Having had to renew my credit card and go through the odyssey of it being sent twice to the old branch in Oxford instead to London, I have not been able to renew my account for some time. I am back.
May highlights - I chaired a panel on Net Neutrality at the IET Surrey Network annual meeting which had fab panelists: Prof, Dame Wendy Hall, Kate Craig-Wood of Memset, Prof John Crowcroft, Alex Bowler of Memset.
June - I stepped down from the Board of Trustees of Internet Society after six years of service and felt good that new trustees replacing Patrick Vande Walle and myself were Eva Frolich and Larry Lessig.

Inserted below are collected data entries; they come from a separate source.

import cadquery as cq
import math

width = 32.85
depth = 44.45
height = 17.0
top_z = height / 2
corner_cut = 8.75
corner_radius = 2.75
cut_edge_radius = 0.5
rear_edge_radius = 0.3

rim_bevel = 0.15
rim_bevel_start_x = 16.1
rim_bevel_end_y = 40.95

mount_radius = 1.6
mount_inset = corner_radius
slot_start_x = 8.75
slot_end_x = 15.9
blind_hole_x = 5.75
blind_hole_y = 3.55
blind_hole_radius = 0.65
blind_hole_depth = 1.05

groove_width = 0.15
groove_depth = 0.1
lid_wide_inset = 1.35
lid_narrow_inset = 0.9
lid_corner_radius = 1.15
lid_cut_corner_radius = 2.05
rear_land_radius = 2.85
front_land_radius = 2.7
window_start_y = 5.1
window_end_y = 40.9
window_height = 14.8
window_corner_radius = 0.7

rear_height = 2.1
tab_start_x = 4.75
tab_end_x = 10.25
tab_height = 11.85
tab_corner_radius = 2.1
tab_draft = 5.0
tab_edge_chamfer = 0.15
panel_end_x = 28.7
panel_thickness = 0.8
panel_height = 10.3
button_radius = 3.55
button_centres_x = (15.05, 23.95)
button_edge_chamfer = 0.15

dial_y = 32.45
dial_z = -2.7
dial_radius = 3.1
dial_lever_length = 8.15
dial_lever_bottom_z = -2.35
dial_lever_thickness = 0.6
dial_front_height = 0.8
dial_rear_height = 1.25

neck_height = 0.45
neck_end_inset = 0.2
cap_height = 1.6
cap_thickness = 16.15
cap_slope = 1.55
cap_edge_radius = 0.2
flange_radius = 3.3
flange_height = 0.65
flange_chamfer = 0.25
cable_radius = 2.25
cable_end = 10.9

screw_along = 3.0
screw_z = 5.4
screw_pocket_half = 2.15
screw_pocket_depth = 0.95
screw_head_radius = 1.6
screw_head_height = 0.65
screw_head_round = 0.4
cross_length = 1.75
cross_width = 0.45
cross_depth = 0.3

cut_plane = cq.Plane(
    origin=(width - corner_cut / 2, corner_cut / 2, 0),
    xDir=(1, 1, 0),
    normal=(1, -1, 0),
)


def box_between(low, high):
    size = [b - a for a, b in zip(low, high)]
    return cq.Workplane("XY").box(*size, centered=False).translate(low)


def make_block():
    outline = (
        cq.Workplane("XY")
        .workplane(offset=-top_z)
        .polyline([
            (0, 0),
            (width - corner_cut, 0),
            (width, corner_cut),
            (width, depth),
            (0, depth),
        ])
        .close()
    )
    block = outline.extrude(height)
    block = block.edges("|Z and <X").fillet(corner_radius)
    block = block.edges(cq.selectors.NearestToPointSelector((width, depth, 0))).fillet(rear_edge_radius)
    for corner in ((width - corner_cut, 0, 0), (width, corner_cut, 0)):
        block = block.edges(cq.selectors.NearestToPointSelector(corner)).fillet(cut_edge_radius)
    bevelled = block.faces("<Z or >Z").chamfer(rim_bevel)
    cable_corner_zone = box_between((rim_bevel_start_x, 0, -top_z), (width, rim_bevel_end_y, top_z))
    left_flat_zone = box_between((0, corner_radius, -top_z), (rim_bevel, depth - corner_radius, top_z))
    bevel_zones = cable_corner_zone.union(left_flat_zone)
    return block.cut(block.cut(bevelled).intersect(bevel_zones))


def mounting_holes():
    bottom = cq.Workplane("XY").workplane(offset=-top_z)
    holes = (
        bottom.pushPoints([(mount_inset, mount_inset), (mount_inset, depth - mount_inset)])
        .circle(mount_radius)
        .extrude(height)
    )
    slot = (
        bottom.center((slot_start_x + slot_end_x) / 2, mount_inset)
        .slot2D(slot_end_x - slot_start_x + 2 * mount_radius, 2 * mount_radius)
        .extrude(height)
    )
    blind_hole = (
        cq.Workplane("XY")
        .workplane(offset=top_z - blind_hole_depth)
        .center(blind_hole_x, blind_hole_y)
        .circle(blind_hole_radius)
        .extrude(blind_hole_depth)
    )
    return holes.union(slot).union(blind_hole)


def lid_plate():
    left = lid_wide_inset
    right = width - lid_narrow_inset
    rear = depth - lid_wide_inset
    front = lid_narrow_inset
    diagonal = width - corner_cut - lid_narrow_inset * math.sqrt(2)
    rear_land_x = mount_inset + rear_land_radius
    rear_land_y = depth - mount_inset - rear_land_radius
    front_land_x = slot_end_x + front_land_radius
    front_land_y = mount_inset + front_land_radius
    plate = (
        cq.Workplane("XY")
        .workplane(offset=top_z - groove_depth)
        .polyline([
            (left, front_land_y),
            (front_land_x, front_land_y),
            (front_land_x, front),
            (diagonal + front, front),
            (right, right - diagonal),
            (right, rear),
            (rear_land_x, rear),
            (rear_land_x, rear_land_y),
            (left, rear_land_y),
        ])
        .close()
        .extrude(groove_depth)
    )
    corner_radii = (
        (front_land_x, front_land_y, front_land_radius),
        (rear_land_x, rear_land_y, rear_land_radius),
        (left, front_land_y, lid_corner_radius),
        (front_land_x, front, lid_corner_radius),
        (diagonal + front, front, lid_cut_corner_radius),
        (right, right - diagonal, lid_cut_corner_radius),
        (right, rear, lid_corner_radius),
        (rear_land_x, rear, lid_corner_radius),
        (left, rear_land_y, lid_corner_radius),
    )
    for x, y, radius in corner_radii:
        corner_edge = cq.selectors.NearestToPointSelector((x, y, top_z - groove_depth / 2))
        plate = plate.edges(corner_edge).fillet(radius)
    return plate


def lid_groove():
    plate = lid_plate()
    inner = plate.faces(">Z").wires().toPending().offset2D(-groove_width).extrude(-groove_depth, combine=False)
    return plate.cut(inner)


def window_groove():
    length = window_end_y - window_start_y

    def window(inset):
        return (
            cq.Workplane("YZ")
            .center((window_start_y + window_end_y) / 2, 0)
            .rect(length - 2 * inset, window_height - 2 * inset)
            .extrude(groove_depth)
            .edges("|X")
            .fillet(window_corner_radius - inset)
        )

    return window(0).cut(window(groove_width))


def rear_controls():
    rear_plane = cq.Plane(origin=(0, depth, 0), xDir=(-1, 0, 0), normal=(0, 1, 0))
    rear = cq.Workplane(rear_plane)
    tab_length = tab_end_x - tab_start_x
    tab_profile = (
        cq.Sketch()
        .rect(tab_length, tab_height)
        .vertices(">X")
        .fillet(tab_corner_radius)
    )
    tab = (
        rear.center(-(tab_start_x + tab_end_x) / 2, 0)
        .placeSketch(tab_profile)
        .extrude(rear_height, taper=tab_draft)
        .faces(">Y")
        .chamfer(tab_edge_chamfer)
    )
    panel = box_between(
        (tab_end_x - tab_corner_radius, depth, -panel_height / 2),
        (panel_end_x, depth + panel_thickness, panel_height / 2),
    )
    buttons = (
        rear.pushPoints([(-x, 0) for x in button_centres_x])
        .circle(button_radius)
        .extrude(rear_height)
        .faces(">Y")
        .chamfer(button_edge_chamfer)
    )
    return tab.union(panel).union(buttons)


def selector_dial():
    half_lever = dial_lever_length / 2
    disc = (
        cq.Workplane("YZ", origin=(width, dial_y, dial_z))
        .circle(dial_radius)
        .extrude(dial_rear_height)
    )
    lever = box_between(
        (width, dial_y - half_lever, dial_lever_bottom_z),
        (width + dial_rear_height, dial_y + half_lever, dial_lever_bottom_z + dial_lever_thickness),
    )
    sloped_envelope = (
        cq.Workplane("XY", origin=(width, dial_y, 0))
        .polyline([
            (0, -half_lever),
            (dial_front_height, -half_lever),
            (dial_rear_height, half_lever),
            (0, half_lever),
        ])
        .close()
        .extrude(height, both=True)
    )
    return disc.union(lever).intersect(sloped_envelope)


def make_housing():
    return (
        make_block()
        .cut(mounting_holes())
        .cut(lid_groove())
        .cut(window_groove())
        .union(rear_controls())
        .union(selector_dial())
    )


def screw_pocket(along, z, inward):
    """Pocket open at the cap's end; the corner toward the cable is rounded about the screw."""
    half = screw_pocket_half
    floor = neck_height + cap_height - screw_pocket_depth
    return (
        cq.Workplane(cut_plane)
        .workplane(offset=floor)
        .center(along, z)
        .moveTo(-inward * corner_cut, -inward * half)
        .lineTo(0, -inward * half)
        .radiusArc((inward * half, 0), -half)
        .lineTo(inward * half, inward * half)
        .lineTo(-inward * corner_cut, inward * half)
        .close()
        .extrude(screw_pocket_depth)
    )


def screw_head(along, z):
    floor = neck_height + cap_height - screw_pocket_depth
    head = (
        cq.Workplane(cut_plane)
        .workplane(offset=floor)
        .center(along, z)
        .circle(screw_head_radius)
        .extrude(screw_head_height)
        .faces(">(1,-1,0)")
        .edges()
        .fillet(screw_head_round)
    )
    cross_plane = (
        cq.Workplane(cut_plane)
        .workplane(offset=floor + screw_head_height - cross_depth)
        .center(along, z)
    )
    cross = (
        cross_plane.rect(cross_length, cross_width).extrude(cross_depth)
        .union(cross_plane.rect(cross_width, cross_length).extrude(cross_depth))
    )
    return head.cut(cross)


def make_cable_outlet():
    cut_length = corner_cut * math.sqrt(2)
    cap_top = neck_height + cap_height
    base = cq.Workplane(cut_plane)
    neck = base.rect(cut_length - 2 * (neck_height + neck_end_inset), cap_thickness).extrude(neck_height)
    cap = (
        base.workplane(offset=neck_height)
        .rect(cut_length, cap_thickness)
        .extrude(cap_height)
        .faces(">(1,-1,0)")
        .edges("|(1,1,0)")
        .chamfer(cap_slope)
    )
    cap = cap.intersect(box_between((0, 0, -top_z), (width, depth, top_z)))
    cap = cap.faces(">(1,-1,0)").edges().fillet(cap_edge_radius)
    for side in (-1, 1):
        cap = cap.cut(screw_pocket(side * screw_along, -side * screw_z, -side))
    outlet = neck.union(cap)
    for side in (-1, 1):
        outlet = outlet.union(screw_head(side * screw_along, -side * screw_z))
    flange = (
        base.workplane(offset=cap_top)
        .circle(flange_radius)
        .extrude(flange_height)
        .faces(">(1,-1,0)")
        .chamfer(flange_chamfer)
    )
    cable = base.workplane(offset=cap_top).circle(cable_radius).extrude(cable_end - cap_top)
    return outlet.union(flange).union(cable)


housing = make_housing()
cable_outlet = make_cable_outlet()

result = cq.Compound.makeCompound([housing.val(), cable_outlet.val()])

July - This month was wonderful as it started with The Guardian Activate 2010 conference. Esther Dyson asked me at the Speaker's dinner: What are you going to say? I jokingly answered that Internet (governance) today is still mainly in the hands of private interests, which was no news for her. But I did not give the spoiler of a cyber-fairy Tale.

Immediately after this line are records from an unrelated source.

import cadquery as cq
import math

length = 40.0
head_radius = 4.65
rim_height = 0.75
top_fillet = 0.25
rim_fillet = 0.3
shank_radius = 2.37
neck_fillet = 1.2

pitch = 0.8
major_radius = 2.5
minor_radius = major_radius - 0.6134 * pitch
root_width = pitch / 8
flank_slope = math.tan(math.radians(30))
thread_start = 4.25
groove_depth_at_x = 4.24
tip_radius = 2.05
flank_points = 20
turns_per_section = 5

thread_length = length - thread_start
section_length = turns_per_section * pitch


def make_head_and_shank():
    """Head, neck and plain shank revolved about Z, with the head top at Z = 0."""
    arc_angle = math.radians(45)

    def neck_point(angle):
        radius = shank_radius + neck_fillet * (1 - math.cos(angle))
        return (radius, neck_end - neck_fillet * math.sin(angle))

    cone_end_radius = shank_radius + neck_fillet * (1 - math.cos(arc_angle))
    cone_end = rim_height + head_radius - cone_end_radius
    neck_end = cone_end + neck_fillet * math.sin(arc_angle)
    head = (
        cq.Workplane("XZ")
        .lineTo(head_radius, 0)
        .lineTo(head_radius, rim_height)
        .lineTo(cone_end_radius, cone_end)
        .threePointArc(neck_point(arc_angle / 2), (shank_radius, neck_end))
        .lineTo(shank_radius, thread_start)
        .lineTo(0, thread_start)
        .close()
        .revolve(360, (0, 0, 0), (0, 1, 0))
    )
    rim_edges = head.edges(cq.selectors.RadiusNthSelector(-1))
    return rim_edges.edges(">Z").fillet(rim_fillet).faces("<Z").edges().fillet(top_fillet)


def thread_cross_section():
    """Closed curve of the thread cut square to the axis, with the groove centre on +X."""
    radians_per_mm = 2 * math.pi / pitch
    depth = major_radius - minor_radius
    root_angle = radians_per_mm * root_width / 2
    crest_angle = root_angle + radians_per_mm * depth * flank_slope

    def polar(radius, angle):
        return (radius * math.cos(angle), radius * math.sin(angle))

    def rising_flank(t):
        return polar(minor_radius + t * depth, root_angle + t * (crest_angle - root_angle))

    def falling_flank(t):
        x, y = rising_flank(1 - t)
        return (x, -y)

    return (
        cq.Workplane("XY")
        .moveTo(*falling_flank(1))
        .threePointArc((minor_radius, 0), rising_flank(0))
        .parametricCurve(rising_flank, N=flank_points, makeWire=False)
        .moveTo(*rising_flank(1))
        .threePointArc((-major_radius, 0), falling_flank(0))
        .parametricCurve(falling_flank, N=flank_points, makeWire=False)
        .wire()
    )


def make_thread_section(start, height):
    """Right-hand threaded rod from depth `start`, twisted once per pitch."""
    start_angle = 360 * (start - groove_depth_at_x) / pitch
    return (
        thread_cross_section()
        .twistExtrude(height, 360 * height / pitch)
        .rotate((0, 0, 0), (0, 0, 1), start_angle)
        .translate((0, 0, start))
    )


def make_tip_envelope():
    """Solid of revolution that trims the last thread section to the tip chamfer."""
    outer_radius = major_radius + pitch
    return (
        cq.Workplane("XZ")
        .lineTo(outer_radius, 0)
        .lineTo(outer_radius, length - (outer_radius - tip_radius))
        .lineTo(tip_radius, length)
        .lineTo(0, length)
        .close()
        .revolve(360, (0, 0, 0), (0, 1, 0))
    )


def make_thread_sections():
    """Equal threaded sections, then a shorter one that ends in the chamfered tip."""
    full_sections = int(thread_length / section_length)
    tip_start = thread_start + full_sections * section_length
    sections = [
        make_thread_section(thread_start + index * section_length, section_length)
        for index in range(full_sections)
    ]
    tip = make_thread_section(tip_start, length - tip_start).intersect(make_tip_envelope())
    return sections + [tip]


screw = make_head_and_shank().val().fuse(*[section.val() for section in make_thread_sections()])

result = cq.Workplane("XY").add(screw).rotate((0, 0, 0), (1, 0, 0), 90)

I used an analogy of William Golding's novel and later a cult film, Princess Bride, to talk about latest Internet governance twists and turns. Everybody is out there fighting for the hand of a virtuous and beautifully designed Princess Buttercup - The Internet. It was such a pleasure and a relief to present in front of The Guardian audience and friends and @127.0.0.1.
tweets are here:
5.23pm: Desiree Miloshevic, board trustee at Internet Society, now up. How should the internet be governed? And who decides? But who decides who decides? What will happen if we have a BP situation on the net? Who will be responsible? 5.25pm: Miloshevic: the definition of "internet governance" is quite clumsy, but Wikipedia sums it up quite well. Largely internet governance is in the hands of the private sector, but it may not be always that way. We can see pendulum swinging back towards the public. 5.30pm: @KevinMarks tweets: "says Désirée Miloshevič: Princess Bride - Internet is the princess, Wesley the biz, Sovereign the King" @Publiczone: "Loving the analogy b/n [between?] Internet governance and classic love triangle: pirate vs king. Who will win internet's heart?" 5.35pm: @aleksk tweets: "Desiree Miloshevic is using The Princess Bride to explain the issues in the Internet Governance debate. Genius." @Bubana comments: "internet governance just got fun Internet is a young lady virtuous by design whose choice is dictator or a poor revolutionary" Asks Miloshevic: Is this a story without an end? We don't have to rush to a fairy-tale ending.